Exercise: Whenever the string "faces" turns up in a line below, that line should be copied.

Content starts

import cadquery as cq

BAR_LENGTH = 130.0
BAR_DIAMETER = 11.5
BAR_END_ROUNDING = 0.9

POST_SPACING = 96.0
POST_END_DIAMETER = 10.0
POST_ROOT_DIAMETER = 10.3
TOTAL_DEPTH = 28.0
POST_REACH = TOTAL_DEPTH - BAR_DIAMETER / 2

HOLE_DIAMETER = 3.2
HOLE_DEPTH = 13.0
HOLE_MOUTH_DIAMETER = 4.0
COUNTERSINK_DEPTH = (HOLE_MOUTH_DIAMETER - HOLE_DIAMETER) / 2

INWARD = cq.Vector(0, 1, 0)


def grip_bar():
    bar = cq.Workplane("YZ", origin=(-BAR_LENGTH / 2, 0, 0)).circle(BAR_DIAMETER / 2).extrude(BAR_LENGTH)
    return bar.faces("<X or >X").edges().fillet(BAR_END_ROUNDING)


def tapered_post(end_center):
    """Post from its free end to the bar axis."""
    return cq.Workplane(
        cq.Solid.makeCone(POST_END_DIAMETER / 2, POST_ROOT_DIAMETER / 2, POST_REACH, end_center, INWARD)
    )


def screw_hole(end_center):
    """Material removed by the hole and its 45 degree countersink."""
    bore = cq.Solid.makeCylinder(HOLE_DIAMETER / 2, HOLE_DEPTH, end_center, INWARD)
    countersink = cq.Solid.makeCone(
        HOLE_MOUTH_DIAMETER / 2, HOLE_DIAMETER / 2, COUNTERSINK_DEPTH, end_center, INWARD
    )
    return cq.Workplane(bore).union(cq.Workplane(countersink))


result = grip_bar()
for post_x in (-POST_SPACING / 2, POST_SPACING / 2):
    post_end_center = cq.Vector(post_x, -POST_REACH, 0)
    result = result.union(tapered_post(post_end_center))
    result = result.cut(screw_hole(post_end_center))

Content ends
Content starts

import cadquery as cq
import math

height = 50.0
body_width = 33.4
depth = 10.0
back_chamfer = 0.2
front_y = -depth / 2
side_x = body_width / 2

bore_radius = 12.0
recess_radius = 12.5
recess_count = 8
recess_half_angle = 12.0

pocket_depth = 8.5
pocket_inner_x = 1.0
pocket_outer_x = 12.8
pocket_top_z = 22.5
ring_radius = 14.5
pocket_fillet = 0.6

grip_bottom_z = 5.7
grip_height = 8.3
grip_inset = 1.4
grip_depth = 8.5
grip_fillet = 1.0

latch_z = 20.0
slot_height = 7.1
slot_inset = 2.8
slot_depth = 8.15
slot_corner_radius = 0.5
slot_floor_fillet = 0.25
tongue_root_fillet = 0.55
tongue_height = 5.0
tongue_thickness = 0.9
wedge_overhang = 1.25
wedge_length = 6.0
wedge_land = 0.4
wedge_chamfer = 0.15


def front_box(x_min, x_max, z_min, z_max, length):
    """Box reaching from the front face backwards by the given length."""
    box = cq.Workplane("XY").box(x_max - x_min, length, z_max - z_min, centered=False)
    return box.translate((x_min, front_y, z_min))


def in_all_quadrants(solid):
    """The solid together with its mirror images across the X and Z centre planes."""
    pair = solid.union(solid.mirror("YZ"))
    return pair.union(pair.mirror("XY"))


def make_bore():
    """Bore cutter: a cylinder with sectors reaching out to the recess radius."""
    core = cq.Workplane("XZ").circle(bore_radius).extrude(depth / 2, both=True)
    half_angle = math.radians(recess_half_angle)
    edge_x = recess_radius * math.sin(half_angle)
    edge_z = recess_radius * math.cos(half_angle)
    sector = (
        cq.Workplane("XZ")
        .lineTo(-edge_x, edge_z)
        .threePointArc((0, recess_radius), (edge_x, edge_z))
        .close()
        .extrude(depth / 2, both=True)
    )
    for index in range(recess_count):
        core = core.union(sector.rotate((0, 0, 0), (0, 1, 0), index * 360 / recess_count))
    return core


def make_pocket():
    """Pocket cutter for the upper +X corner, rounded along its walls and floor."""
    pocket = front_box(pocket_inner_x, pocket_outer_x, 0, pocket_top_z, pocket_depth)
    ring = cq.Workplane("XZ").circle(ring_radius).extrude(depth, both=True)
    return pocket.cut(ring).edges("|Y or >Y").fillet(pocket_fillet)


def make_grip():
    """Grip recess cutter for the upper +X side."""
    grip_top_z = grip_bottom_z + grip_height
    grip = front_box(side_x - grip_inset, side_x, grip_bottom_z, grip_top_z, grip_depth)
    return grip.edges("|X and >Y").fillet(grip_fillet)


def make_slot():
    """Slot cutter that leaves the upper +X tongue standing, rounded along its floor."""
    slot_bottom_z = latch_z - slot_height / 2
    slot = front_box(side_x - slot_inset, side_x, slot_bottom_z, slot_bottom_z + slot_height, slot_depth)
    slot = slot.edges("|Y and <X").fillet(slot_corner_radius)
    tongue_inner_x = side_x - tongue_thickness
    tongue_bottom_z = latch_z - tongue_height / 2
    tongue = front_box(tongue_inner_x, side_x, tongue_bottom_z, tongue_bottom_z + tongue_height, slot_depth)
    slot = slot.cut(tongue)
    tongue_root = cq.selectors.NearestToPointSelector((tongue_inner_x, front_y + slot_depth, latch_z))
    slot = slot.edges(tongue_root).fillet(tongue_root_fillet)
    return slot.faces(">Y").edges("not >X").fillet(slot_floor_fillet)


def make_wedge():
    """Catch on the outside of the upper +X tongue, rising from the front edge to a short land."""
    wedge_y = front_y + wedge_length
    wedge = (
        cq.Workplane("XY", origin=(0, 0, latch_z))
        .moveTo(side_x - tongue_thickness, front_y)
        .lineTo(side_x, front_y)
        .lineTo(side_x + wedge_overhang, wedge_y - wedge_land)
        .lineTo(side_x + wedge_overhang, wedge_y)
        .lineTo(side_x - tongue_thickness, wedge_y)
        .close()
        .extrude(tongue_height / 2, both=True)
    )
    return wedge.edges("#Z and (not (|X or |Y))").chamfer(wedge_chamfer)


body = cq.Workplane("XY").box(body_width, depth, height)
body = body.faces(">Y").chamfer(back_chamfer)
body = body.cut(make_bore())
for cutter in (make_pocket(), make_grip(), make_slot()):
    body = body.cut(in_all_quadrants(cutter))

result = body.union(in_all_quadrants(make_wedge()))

Content ends
Content starts

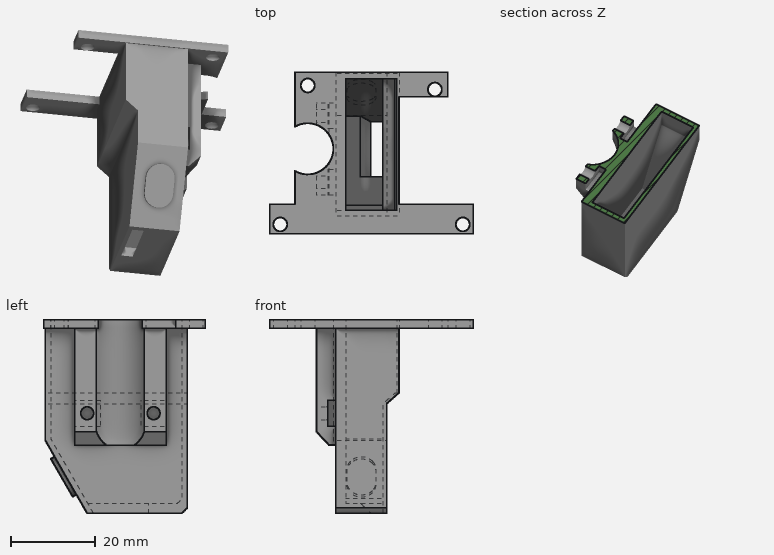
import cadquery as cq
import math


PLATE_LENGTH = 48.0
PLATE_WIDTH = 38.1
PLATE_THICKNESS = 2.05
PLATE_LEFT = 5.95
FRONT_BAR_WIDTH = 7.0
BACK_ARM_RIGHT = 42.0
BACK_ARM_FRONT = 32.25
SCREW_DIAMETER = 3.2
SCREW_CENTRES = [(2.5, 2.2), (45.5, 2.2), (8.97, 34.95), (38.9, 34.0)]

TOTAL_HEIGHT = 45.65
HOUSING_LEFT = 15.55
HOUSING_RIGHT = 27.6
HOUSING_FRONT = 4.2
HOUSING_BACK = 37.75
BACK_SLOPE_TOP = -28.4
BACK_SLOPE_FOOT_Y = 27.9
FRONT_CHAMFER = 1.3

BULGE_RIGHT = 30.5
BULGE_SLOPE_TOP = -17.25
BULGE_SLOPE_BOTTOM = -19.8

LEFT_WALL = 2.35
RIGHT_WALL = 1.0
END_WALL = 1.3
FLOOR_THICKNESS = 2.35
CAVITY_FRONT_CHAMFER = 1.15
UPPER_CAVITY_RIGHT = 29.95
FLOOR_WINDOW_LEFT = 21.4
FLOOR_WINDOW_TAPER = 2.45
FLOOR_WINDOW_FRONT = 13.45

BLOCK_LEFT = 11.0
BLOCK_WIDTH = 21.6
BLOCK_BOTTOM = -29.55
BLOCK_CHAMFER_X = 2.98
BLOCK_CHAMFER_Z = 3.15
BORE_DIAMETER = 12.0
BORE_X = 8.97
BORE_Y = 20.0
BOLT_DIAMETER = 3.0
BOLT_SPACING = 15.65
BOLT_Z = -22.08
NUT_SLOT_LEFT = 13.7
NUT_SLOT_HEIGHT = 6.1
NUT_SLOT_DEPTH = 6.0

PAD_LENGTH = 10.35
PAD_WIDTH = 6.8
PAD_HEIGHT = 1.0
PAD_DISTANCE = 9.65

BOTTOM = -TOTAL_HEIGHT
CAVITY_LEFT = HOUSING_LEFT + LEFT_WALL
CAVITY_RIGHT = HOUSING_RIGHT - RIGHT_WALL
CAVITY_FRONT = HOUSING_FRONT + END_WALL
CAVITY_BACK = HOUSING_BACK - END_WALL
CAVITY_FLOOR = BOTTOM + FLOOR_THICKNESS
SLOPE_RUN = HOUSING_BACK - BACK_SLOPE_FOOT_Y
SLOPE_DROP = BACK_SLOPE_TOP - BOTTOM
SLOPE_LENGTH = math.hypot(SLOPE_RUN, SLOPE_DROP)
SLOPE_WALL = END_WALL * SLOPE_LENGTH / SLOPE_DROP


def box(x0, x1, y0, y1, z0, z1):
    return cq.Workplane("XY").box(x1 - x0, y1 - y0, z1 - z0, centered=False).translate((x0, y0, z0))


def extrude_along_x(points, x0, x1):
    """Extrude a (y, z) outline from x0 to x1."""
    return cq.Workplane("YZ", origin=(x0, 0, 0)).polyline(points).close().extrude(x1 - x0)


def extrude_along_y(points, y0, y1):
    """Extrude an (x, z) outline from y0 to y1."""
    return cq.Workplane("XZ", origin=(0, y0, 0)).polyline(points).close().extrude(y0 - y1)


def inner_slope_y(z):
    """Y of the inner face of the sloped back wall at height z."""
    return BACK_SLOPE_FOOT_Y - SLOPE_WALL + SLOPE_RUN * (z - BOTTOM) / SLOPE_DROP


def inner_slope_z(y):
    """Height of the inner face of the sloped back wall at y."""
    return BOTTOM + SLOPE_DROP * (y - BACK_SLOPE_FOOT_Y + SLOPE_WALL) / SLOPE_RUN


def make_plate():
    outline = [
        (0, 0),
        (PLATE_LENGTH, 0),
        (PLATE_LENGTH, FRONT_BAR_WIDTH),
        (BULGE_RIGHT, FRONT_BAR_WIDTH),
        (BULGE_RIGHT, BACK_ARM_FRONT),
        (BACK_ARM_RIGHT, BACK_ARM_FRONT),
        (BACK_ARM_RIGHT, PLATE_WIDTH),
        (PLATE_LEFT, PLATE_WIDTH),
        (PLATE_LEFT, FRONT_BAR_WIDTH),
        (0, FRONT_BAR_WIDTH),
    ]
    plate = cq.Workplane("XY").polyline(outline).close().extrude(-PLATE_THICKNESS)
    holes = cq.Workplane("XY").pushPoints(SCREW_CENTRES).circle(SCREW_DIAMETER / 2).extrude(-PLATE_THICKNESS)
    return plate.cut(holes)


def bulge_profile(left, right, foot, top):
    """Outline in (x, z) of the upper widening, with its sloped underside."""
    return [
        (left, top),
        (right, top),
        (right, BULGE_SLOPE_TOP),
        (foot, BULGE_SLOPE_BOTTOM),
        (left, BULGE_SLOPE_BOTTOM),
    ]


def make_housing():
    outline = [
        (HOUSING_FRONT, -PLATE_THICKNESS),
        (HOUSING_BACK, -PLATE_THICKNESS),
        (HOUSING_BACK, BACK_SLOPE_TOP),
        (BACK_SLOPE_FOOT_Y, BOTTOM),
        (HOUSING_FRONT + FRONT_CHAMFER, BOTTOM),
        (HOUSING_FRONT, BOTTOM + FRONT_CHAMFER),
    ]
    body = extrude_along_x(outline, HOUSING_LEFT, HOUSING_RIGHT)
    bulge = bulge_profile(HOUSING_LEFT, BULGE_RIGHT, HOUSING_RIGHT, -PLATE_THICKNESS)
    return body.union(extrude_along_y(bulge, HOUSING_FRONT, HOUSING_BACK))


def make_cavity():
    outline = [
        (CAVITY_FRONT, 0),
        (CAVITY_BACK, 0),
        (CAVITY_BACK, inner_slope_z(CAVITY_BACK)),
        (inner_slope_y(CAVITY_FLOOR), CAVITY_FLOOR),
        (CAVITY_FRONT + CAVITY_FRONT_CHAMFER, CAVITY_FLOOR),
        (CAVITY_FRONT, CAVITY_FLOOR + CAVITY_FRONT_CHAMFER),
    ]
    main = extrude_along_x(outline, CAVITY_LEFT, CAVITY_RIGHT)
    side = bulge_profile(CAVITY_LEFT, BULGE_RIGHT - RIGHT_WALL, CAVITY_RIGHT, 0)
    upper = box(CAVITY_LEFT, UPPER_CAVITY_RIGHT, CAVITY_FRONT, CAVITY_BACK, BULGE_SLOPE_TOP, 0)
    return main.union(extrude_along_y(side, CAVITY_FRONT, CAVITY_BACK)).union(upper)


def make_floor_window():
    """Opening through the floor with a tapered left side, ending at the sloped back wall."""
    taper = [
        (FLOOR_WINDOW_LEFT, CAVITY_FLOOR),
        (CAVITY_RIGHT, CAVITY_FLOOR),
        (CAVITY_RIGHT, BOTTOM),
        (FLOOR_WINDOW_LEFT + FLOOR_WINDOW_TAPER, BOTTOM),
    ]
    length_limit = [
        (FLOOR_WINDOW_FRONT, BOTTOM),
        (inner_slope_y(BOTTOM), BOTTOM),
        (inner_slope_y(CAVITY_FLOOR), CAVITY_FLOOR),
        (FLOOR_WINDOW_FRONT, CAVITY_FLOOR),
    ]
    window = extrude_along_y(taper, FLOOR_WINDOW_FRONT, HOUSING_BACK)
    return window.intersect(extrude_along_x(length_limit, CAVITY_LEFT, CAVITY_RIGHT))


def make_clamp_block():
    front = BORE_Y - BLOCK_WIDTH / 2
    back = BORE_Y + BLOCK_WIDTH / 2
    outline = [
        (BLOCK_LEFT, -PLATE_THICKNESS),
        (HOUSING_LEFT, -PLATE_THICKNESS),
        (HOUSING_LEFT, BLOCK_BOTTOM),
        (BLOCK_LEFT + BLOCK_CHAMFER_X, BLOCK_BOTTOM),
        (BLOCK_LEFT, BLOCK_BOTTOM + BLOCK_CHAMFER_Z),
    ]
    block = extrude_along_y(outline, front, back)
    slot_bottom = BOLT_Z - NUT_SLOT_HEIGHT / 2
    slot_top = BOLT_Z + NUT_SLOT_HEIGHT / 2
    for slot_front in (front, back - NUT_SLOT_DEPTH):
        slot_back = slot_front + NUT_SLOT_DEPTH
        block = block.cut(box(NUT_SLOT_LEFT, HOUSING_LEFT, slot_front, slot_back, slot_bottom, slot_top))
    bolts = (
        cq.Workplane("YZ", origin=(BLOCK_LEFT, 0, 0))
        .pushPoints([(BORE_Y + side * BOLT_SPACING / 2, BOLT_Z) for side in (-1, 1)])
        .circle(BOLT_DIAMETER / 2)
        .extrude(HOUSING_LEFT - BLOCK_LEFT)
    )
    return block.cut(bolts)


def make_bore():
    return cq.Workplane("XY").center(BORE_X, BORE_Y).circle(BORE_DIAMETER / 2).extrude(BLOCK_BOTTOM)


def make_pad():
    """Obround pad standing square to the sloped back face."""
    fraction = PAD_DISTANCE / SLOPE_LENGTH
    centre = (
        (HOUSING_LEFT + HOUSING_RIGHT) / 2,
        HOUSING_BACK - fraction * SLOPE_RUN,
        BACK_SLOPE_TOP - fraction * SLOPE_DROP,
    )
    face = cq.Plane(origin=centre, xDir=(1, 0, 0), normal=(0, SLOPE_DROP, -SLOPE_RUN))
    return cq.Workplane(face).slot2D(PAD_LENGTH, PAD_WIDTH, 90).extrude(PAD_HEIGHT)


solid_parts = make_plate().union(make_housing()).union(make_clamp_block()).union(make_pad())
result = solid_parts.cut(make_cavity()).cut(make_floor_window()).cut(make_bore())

Content ends

Result of the exercise:
    return bar.faces("<X or >X").edges().fillet(BAR_END_ROUNDING)
    return slot.faces(">Y").edges("not >X").fillet(slot_floor_fillet)
body = body.faces(">Y").chamfer(back_chamfer)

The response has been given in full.